An image of the Whirlpool galaxy (M51); an iconic nearby galaxy, made using a Mosaic of images of one thousand galaxies, ten percent of the entire in the MaNGA sample. (Image courtesy Karen Masters and the SDSS collaboration.)
Our ancestors invented the map, which, to this day, comes in all shapes and sizes. We can now navigate our planet using just about any tool imaginable, from the tattered Thomas Guide in my grandfather’s car’s backseat to the map directly on my phone. But what about our universe?
On day two of the 239th meeting of the American Astronomical Society (AAS), astronomers shared their new additions to the map of the Universe. And they showed how robot assistants will help usher in a new era of surveying the cosmos.
The Sloan Digital Sky Survey (SDSS) has created the most detailed three-dimensional maps of the Universe ever made. Since 2000, SDSS has produced a multi-colored map of a third of our sky, gathered spectra of five million stars and galaxies, and added to our large-scale structure map of the Universe.
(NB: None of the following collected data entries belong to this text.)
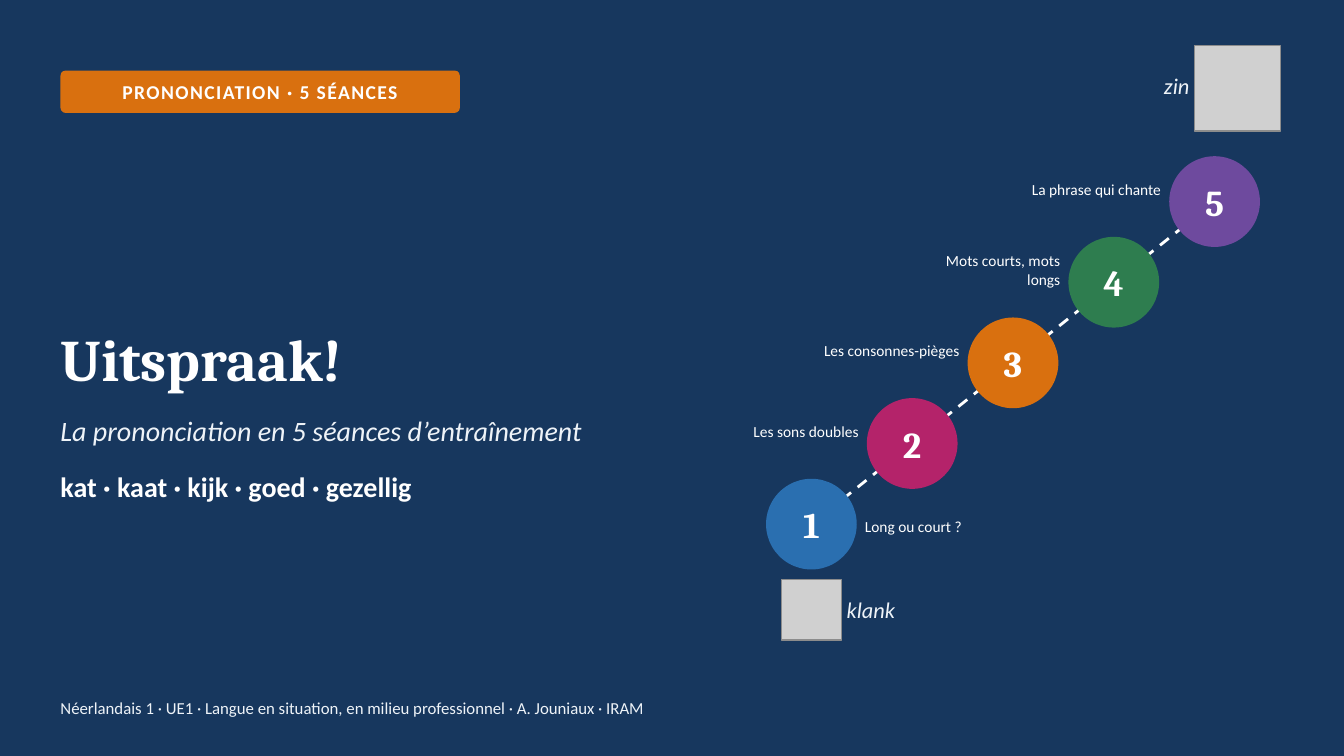
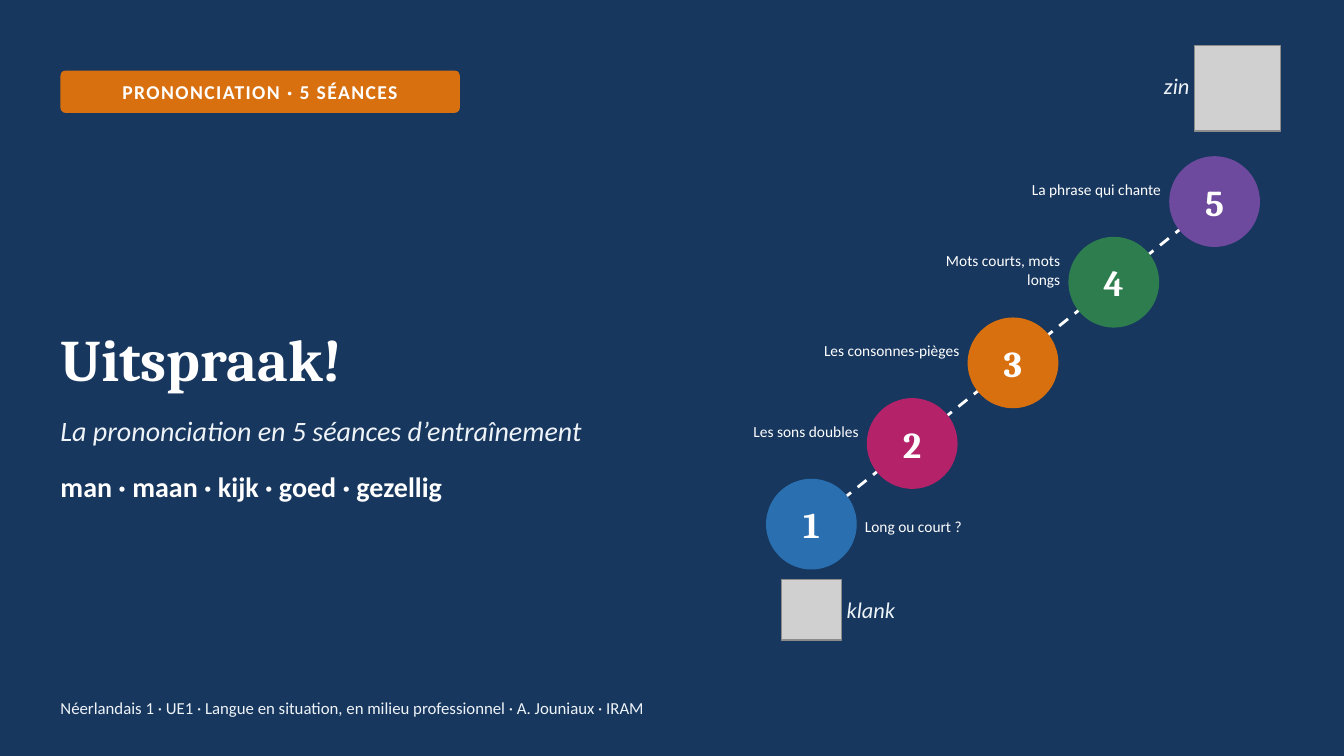
Before and after one commit to ajouniaux/talenleren, a slide deck: slide 1 of neerlandais1/powerpoints/Uitspraak_5_seances.pptx. Drawn at 1344x756 pixels with LibreOffice and Linux fonts; fonts in the diff are those of the drawing; grey boxes stand for pictures. Boxes give left, top, right and bottom in pixels: in the first picture for what was removed or moved away, otherwise in the second. Text is boxed around its words. In the diff, an @@ line names an element or a change of style, - is before the commit and + after.

```diff
--- a/neerlandais1/powerpoints/Uitspraak_5_seances.pptx
+++ b/neerlandais1/powerpoints/Uitspraak_5_seances.pptx
@@ text at (x1=60, y1=477, x2=442, y2=502): text changed @@
-kat · kaat · kijk · goed · gezellig
+man · maan · kijk · goed · gezellig
```
Also in this commit, not shown: 8 other slides changed, 2 other files.
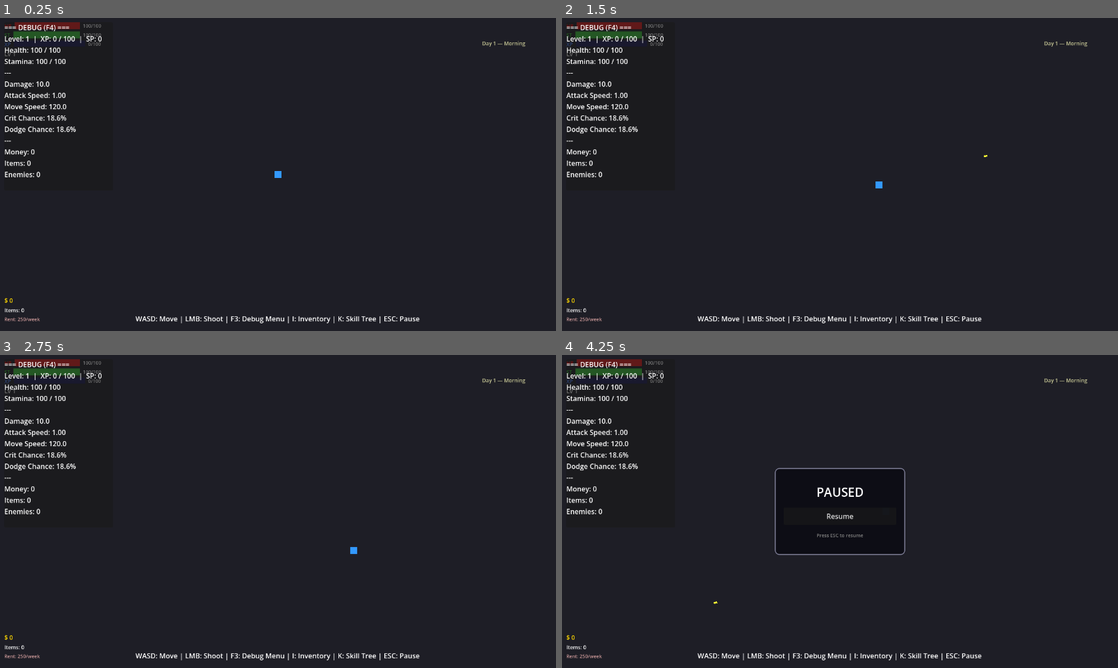
Above: before the commit, frames 1-4 (two rows, left to right).
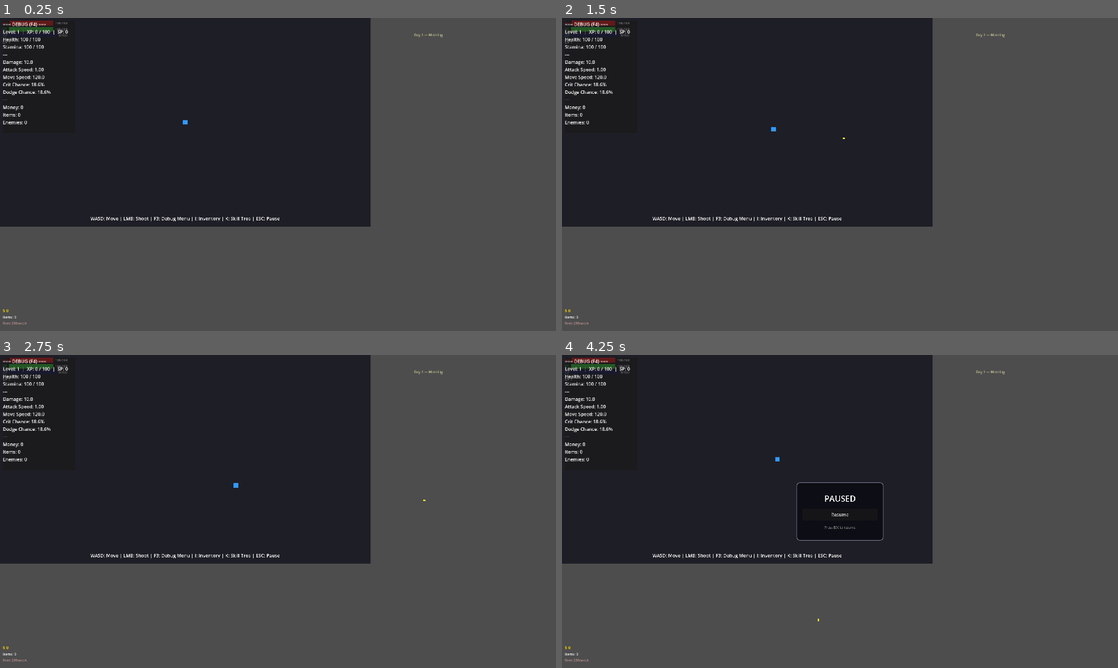
Above: after the commit, the same moments.

Repository: rzeminski16-cell/TheSwanGame
Game: Godot game, scene res://scenes/Main.tscn
Two runs of this game, one before a commit and one after it. Both use one fixed random seed, a clock stepped at 60 frames per second and the inputs below.
Inputs (mouse positions are in pixels of both pictures, inside the frame that each line leads up to):
- Up to frame 1 (0.25 s): no input
- Up to frame 2 (1.5 s): tap Enter at 0.5 s; move the mouse to (962, 158) at 0.52 s; hold D (move_right) 0.53-1.28 s; hold E (interact) 0.53-1.28 s; click (962, 158) at 0.67 s; tap Space at 1.25 s; move the mouse to (728, 190) at 1.27 s; hold S (move_down) from 1.28 s (still down); tap E (interact) at 1.35 s
- Up to frame 3 (2.75 s): move the mouse to (333, 442) at 2.02 s; release S (move_down) at 2.03 s; hold D (move_right) from 2.03 s (still down); hold E (interact) from 2.03 s (still down)
- Up to frame 4 (4.25 s): tap Enter at 2.75 s; move the mouse to (812, 574) at 2.77 s; release D (move_right) at 2.78 s; release E (interact) at 2.78 s; hold W (move_up) 2.78-3.53 s; tap E (interact) at 2.85 s; click (812, 574) at 2.92 s; move the mouse to (1006, 558) at 3.52 s; hold A (move_left) from 3.53 s (still down); hold E (interact) from 3.53 s (still down); tap Escape (pause) at 4.15 s

The runs differ from the first frame. In frame 1, 58% of the frame differs, in the area x 0-100%, y 0-100%; in frame 2, 58%; in frame 3, 58%; in frame 4, 58%.

Commit message:
Fix input handling: use polling instead of _input on CanvasLayer
Replace _input() event handler with Input.is_action_just_pressed()
polling in _process(). The _input virtual wasn't being called reliably
on the UIManager CanvasLayer. Polling via Input singleton is guaranteed
to work since _process already runs correctly.

Also increase window size from 1280x720 to 1920x1080.

https://claude.ai/code/session_01MWefrQoUKrZ3uHRqMa2TSM

Diff:
--- a/project.godot
+++ b/project.godot
@@ -35,8 +35,8 @@
 
 [display]
 
-window/size/viewport_width=1280
-window/size/viewport_height=720
+window/size/viewport_width=1920
+window/size/viewport_height=1080
 window/stretch/mode="viewport"
 
 [input]
--- a/scripts/ui_manager.gd
+++ b/scripts/ui_manager.gd
@@ -108,21 +108,18 @@
 func _process(_delta: float) -> void:
 	_update_mission_tracker()
 	_update_time_display()
-
-
-func _input(event: InputEvent) -> void:
-	if event.is_action_pressed("toggle_inventory"):
+	_poll_input()
+
+
+func _poll_input() -> void:
+	if Input.is_action_just_pressed("toggle_inventory"):
 		toggle_inventory()
-		get_viewport().set_input_as_handled()
-	elif event.is_action_pressed("toggle_skill_tree"):
+	elif Input.is_action_just_pressed("toggle_skill_tree"):
 		toggle_skill_tree()
-		get_viewport().set_input_as_handled()
-	elif event.is_action_pressed("pause"):
+	elif Input.is_action_just_pressed("pause"):
 		_toggle_pause()
-		get_viewport().set_input_as_handled()
-	elif event.is_action_pressed("toggle_debug_menu"):
+	elif Input.is_action_just_pressed("toggle_debug_menu"):
 		toggle_debug_menu()
-		get_viewport().set_input_as_handled()
 
 
 # --- HUD ---

Today was also a celebration of the conclusion of two SDSS projects. First was the Apache Point Observatory Galactic Evolution Experiment (APOGEE-2). APOGEE-2 is the second generation of data mapping our galaxy, the Milky Way, in infrared wavelengths of light. What is unique about the infrared is that it allows astronomers to study multiple components of our galaxy, including that bulge full of densely packed stars toward the center of the Milky Way. The only problem is that the galactic disk is full of gas and dust that can block our view in the visible range of light. It also makes it difficult to spot the halo, thinly scattered stars, globular clusters of stars, and tenuous gas.
The first generation of data only covered the northern hemisphere, but APOGEE-2 was observed from both the north and southern hemispheres, giving astronomers an incredibly complete view of the Milky Way. APOGEE-2 collected spectral data for nearly one million objects. An object’s spectrum contains valuable information about its temperature, chemical composition, and, in the case of stars, intrinsic luminosity. This gave astronomers a wealth of knowledge, such as types of stars, their motion in the galaxy, and what they are made of. The data release also included the distances of objects, orbits, and if stars are part of a cluster within the Milky Way.
The second project was Mapping Nearby Galaxies at APO (MaNGA). As the title suggests, MaNGA mapped 10,000 galaxies with the Apache Point Observatory (APO). In previous maps of a galaxy, astronomers only get a handful of detailed images, typically measuring only a single spectrum for an entire galaxy. MaNGA, using innovative techniques, was able to make 10–100 spectral observations for each galaxy! Think of looking at a map of the average temperature of the entire United States versus a map of the average temperature of each state. The more detailed map will clearly show you that Arizona’s temperature is very different from New York’s.
MaNGA used these spectra to create more than 30 maps for each galaxy, detailing the age, chemical makeup, and motion of the stars inside it. These maps can help astronomers answer many different questions: How many baby stars are being formed at every position in the galaxy? How quickly is the gas moving compared to the stars? Or what is the influence of the central supermassive black hole?
MaNGA is the largest galaxy survey of its kind. Like APOGEE, maNGA’s data is publicly available, but in addition, the SDSS team has also created a specially designed tool dubbed “Marvin” to help anyone access the data. Marvin helps make a quick look at the data of each galaxy in an easy-to-use web interface and is also available as Python modules that allow anyone familiar with coding to access and visualize this complex data.
In fact, one of the greatest accomplishments of SDSS is that all of the data is available to the public, since first light in 2000. As Dr. Rachel Beaton said earlier today, “Science-ready data is at your fingertips. Come up with a question. You can pose that question and start investigating that question without having to make your own pipeline and your own development.”
So what does the future hold in mapping the Universe? After twenty-one years of observers loading heavy aluminum plates night after night, the Sloan Digital Sky Survey (SDSS) is now seeing the Universe with robotic assistance. That’s right—robots! They’ll speed up the process dramatically. The original plates had to be prepared months in advance and shipped to the observatories, but the robotic system is reconfigurable in about 15 minutes! Then, even after one of those old-style aluminum plates had been fabricated, it used to take astronomers about 30 minutes to prep each one at the telescope, but the robots can do the job in about a tenth the time. And the old plates typically observed a few thousands objects at the same time (which is pretty amazing), but the robotically-managed plates can observe 15,000 objects simultaneously!
With this new technology, SDSS-V will inaugurate three new mapping projects—the Milky Way Mapper (MWM), Local Volume Mapper (LVM), and Black Hole Mappers (BHM). Again, all the data will be available for anyone to explore. As Dr. Juna Kollmeier said, “I invite you to please join us, play in the data, connect with your inner scientist.